Un négociant chemisier est arrêté pour avoir commis un attentat à la pudeur sur un jeune garçon. Étonnement de cet homme ; il est emmené chez le commissaire de police ; interrogé, il déclare avec la violence de sa dignité froissée que l’imputation est calomnieuse, qu’il n’y a pas un mot de vrai dans cette accusation. Quant au petit garçon, — la prétendue victime — il donne les détails les plus précis avec le vocabulaire naïf des enfants. On poursuit les investigations, les parents sont interrogés et confirment les dires de leur fils. Cependant, la justice, se rendant aux protestations indignées et pleines de sincérité du négociant, laisse tomber l’affaire et aucune poursuite n’a lieu. Mais le négociant veut en avoir le coeur net, il veut connaître d’où a pu provenir une telle accusation et, pour cela, se met à faire lui-même sa propre police. À force de recherches, il finit par reconstituer intégralement la journée de l’enfant. Vous allez trouver là le processus obligé de tous les faits pareils. L’enfant quitte le domicile de ses parents pour aller à l’école ; au lieu de se rendre en classe, il va jouer dans un clos avec quelques gamins de son âge et rentre une heure après l’heure ordinaire. Interrogé par ses parents il répond d’un air embarrassé ; qu’arrive-t-il alors ? Les parents suivent une piste qui leur vient à l’esprit et qui se trouve être l’attentat à la pudeur, ils font les questions ; l’enfant répond oui à tout ce qu’on lui demande, et le roman est fait. Mais il y avait un dernier point à éclaircir ; où le fait s’était-il passé ? Pour trouver l’endroit, on emmène l’enfant, le hasard fait qu’on passe par la rue Vivienne ; devant la maison du chemisier, la mère demande à son fils, si c’est là, il répond oui, etc. On voit d’ici la fin de l’histoire. Bref, tout à été inspiré à l’enfant par ses parents ; il a bien retenu la leçon, car devant la justice, il la raconte ainsi qu’elle lui a été dictée. On a bien là tous les caractères d’une histoire véritable et il y avait lieu de s’y tromper. [7]

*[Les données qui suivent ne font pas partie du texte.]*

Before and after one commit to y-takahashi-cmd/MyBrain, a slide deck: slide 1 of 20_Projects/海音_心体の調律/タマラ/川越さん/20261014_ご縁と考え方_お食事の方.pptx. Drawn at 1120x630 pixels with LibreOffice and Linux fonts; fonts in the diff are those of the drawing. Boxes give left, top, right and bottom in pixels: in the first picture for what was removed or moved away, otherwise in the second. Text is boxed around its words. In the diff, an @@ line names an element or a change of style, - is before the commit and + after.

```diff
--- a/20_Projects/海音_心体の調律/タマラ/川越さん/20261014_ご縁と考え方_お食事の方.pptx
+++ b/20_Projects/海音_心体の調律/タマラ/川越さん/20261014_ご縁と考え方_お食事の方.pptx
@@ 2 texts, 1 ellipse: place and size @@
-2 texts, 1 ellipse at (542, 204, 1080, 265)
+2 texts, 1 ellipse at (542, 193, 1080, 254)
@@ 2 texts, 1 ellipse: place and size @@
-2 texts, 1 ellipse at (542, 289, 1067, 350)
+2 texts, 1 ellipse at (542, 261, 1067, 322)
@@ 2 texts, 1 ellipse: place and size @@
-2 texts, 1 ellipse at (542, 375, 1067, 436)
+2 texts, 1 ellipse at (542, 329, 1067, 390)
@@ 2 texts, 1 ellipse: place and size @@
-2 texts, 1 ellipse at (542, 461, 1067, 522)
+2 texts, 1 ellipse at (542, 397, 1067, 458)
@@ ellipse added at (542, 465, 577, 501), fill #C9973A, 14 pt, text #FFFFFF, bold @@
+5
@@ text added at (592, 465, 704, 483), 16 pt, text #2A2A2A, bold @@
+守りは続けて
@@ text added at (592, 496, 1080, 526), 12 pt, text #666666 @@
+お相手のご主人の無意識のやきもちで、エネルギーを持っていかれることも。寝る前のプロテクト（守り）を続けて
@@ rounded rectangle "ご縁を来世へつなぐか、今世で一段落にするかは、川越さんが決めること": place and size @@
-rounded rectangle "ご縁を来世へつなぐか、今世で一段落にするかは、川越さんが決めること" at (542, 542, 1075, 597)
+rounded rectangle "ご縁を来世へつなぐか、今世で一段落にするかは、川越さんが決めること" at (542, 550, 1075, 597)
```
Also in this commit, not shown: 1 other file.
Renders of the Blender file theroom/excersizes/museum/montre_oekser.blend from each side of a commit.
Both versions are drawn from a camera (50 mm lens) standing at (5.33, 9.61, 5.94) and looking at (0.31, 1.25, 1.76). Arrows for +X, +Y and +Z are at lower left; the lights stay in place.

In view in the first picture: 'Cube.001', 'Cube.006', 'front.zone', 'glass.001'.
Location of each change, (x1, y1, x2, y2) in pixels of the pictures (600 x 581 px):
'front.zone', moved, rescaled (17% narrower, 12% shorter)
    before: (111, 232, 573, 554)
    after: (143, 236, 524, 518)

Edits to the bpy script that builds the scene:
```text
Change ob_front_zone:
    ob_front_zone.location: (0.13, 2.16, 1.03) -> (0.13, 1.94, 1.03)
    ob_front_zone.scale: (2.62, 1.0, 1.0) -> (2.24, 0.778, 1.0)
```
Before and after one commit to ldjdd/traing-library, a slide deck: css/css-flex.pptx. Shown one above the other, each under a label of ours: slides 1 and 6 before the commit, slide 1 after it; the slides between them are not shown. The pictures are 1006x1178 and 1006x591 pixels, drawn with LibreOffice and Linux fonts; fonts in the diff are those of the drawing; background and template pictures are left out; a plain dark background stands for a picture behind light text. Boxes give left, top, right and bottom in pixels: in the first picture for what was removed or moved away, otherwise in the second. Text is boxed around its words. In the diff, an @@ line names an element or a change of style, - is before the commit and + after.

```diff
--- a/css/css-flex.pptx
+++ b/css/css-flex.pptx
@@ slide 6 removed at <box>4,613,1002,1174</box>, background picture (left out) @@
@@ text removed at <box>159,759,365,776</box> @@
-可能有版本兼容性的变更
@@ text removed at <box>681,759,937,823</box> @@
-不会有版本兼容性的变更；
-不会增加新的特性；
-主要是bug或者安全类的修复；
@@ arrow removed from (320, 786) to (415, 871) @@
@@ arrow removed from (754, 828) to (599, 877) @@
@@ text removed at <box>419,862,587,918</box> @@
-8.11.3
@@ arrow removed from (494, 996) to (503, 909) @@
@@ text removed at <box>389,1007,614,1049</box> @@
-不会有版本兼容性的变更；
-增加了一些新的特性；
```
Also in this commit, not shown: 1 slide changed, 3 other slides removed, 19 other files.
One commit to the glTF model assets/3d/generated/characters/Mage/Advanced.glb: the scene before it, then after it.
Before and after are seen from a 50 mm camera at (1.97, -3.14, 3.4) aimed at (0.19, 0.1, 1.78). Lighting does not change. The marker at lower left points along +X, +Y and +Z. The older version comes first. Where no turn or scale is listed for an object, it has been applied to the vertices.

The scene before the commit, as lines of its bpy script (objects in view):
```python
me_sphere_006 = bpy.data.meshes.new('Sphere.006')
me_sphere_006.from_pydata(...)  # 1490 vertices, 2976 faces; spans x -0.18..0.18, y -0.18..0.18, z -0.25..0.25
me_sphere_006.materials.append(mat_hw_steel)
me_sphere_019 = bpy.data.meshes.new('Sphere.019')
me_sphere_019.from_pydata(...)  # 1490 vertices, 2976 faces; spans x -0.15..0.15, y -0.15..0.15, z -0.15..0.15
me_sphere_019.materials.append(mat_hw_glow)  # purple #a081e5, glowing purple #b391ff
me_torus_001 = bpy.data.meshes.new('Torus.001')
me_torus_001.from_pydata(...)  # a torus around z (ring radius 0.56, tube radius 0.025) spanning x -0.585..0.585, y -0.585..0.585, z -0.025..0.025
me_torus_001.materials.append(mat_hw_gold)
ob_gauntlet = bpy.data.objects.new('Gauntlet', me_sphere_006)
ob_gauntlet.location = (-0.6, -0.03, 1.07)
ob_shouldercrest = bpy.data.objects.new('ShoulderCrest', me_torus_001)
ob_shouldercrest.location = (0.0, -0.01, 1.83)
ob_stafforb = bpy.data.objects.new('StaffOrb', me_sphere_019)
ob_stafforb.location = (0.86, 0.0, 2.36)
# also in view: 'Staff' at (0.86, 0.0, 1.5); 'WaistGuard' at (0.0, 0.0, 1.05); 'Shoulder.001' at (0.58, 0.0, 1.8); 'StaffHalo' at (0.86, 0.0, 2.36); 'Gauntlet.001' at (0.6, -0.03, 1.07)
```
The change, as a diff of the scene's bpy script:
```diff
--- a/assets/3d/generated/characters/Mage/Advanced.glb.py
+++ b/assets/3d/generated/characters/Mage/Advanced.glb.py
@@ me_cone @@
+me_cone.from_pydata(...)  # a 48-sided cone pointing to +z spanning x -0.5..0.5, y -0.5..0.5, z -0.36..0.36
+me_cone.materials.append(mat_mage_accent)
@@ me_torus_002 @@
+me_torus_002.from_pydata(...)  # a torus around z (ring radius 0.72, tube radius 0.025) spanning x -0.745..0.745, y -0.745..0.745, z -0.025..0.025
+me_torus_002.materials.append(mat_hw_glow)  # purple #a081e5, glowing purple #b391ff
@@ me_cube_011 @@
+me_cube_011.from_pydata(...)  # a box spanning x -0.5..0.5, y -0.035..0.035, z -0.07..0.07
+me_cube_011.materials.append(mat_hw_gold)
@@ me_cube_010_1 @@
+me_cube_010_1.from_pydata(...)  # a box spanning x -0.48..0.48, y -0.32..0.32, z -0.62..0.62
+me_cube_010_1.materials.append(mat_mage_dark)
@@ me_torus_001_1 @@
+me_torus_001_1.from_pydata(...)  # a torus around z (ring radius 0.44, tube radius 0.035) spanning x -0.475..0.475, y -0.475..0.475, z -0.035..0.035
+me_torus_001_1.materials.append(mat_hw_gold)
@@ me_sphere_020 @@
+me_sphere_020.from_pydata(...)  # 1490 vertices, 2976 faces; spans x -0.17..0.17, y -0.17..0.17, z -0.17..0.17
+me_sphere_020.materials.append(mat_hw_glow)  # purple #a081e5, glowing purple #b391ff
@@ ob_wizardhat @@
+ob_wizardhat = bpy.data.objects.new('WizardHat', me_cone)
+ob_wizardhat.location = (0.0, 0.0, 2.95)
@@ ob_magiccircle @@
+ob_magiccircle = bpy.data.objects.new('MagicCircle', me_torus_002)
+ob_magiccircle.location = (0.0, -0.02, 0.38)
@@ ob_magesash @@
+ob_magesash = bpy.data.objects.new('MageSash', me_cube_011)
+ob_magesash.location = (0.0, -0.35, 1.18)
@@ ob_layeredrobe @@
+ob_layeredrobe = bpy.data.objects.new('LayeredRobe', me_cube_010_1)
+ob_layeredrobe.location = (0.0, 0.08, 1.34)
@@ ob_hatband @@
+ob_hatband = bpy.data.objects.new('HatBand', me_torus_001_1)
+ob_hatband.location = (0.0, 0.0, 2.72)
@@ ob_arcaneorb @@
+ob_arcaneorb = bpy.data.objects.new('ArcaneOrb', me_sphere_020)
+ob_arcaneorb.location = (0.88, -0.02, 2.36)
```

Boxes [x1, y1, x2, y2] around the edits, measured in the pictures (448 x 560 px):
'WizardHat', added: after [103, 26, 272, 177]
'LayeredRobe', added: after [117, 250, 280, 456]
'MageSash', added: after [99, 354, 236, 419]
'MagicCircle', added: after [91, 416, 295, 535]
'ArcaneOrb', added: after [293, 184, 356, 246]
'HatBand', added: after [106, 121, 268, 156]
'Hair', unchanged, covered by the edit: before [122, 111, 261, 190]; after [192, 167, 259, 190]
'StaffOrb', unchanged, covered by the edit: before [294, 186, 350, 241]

L’affaire si retentissante de Tizza-Eszlar, où on accusait les israélites d’avoir égorgé une jeune fille pour l’accomplissement d’un rite religieux, a été tout entière basée sur un récit inspiré à un enfant par un juge passionné, qui avait lui-même inventé les détails du crime.

L’observation suivante, due à Bourdin [8], montre bien le danger qu’il y a à éveiller prématurément l’imagination des enfants par le récit de faits immoraux ou extraordinaires.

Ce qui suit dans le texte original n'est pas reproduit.